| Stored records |
_ _ _ _ _ _ _

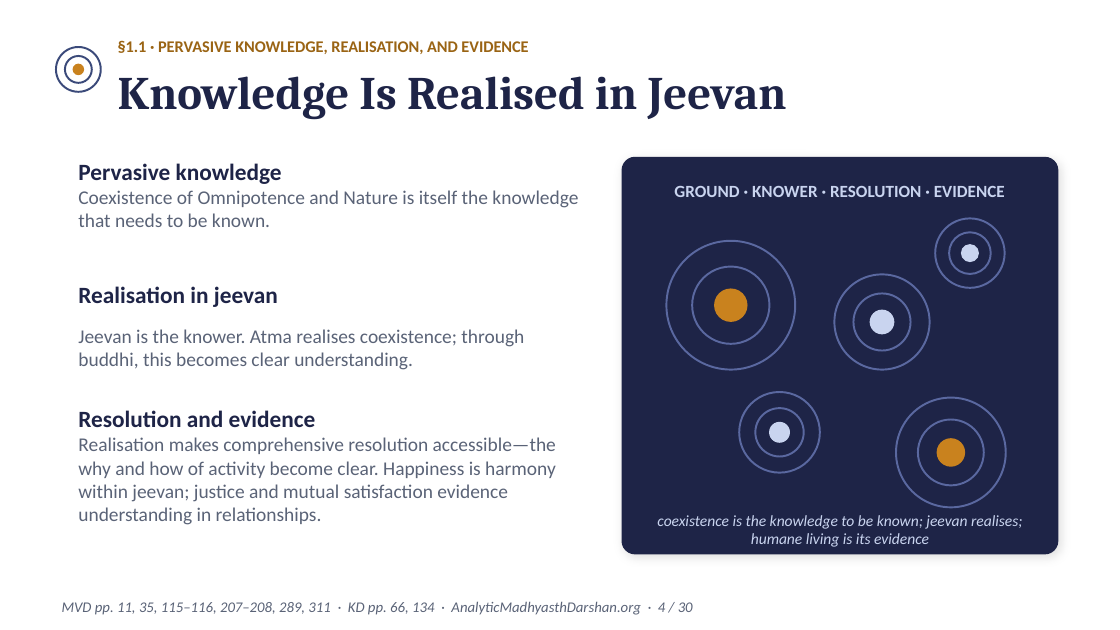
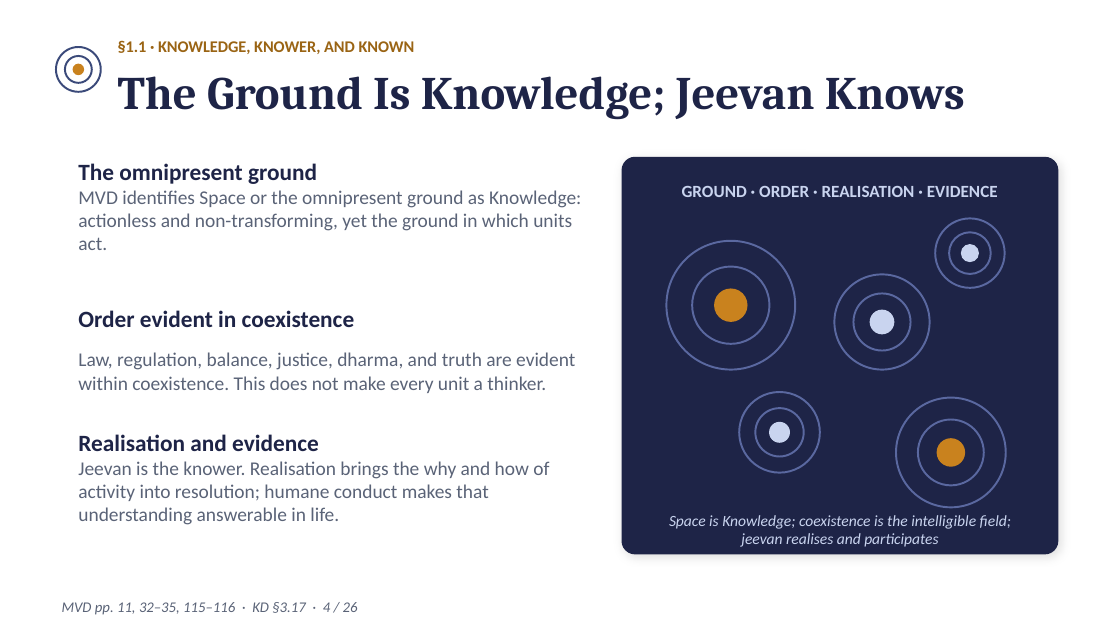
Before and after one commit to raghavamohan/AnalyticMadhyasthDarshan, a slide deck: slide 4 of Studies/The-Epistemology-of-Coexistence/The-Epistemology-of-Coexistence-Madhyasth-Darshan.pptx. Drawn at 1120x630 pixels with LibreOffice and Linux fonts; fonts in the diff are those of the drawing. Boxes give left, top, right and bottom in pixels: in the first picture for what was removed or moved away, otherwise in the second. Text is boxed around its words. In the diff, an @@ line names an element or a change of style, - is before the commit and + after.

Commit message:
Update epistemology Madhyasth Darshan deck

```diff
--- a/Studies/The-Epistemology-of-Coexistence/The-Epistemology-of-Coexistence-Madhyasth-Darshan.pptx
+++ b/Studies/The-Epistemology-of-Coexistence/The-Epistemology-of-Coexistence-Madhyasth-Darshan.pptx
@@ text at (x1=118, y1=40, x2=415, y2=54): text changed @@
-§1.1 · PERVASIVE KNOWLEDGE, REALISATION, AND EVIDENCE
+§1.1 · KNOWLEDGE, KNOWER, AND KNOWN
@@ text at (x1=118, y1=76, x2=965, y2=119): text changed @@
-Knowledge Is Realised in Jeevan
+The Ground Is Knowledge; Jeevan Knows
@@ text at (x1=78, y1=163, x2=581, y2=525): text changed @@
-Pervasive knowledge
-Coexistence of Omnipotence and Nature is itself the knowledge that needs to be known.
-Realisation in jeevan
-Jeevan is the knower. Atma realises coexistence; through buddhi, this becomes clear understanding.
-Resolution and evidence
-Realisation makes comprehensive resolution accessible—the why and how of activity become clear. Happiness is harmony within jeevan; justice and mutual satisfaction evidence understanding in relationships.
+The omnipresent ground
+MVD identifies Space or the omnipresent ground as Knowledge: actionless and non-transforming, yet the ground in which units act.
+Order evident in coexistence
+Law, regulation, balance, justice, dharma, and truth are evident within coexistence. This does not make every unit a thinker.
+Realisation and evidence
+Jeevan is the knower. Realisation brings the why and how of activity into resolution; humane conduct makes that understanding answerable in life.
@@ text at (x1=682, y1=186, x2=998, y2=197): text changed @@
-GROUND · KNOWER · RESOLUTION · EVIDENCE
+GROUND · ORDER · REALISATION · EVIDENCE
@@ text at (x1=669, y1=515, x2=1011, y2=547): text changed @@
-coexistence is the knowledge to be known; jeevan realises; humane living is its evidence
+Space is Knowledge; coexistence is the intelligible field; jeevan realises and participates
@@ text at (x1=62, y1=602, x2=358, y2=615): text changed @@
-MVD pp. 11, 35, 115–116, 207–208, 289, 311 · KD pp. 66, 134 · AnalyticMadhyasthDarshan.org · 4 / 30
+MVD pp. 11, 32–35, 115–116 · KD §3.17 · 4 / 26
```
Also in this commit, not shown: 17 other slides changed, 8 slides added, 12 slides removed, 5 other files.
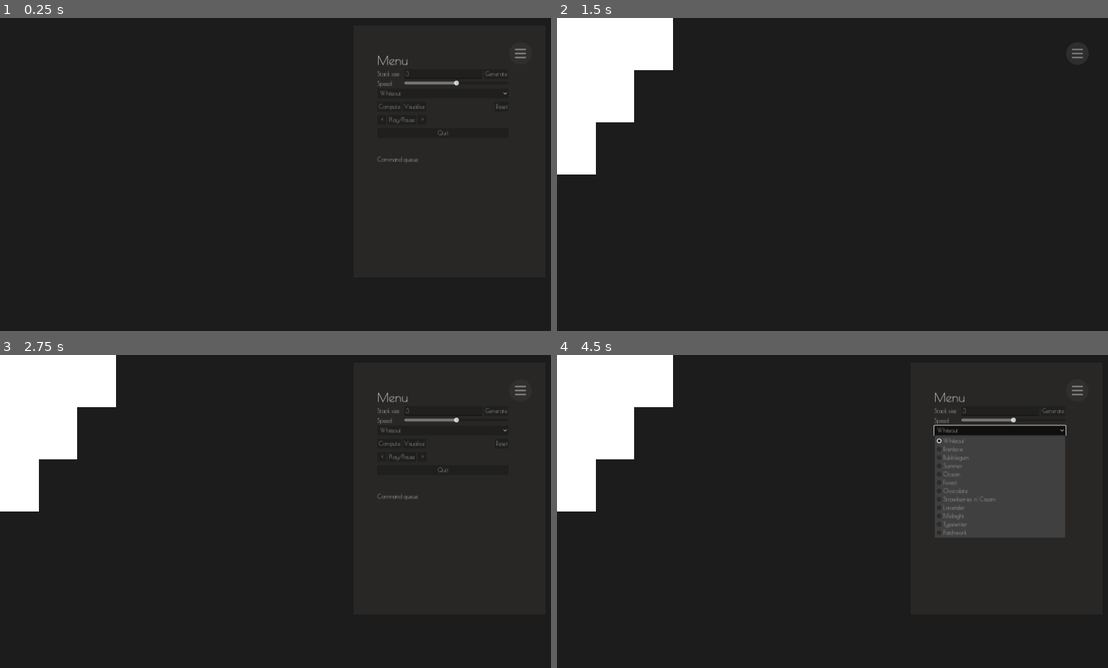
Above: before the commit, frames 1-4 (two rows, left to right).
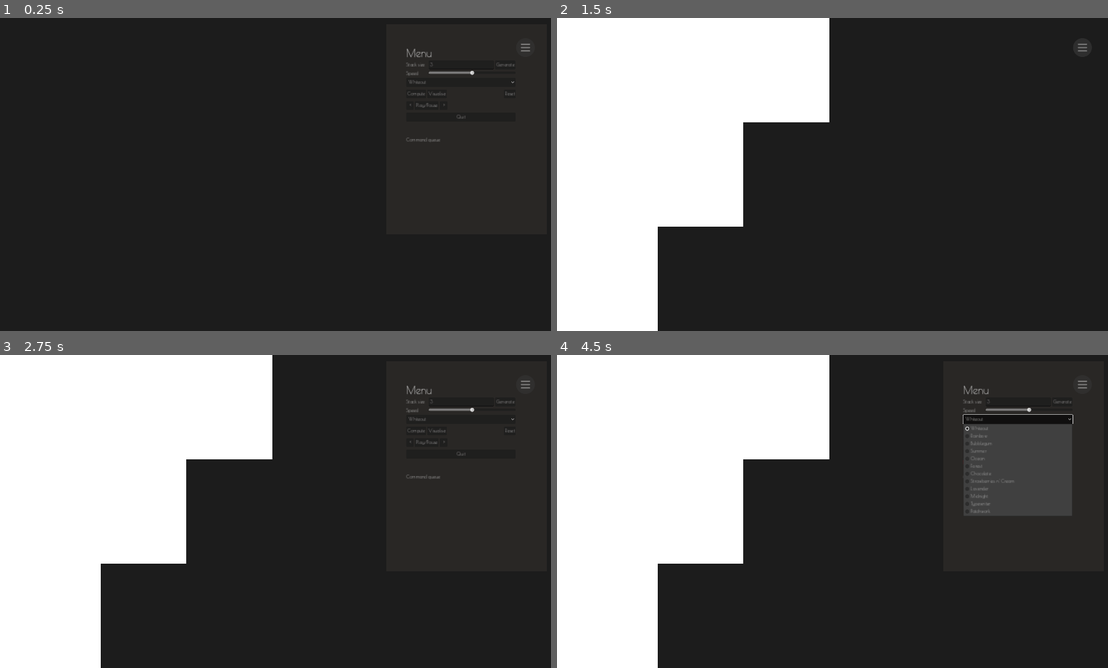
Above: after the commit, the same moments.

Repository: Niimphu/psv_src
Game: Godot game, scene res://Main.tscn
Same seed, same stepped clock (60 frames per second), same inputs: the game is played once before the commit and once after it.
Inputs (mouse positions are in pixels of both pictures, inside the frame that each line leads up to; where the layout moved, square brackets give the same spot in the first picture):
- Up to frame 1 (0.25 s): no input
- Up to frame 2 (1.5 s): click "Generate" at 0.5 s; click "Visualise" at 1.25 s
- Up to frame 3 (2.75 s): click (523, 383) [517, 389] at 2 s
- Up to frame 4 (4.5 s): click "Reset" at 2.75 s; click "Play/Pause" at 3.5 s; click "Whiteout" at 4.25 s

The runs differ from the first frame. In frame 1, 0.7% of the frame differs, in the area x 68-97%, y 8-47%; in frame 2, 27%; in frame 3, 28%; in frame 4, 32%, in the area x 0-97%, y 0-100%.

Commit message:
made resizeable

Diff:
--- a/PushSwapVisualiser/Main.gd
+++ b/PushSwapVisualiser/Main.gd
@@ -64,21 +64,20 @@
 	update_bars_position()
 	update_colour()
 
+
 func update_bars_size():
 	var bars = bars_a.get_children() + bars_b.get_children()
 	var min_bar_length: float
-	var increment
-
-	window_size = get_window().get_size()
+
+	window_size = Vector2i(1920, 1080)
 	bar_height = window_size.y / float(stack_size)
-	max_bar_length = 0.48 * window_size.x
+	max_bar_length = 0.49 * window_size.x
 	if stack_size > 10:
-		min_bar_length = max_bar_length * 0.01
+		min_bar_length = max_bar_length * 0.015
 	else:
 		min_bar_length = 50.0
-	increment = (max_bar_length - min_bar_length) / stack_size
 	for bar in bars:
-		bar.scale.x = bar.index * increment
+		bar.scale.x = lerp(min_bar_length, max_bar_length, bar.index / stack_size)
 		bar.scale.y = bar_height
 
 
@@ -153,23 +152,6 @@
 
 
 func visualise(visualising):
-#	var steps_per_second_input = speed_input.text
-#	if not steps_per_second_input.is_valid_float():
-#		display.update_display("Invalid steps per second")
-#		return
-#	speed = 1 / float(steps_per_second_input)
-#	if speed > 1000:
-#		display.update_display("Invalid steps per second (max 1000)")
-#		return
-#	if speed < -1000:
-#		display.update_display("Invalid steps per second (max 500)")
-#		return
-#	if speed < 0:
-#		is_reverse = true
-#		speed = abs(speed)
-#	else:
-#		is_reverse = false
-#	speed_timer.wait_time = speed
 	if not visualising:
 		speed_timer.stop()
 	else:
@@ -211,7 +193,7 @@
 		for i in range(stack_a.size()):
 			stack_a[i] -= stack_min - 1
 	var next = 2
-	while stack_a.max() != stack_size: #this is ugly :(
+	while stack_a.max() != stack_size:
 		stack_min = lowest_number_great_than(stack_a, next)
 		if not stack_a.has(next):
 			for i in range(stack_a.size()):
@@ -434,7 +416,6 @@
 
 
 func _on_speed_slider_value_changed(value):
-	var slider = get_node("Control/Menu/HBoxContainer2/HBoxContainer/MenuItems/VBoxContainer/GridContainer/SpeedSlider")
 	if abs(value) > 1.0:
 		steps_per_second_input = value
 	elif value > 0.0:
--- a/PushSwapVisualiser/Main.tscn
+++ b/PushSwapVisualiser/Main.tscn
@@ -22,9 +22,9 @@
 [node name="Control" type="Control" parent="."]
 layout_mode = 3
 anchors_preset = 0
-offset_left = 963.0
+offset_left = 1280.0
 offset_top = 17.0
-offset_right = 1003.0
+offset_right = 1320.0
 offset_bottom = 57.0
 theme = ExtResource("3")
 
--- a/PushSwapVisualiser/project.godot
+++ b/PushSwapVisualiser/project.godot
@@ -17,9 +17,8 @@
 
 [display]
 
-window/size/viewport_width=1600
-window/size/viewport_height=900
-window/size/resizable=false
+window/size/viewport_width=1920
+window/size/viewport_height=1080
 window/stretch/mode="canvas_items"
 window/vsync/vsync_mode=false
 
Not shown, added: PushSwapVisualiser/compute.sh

_ _ _ _ _ _ _

| What you are asked to do |
Please return each line of the data above in which the word "next" occurs.

| Expected answer |
 	var next = 2
 		stack_min = lowest_number_great_than(stack_a, next)
 		if not stack_a.has(next):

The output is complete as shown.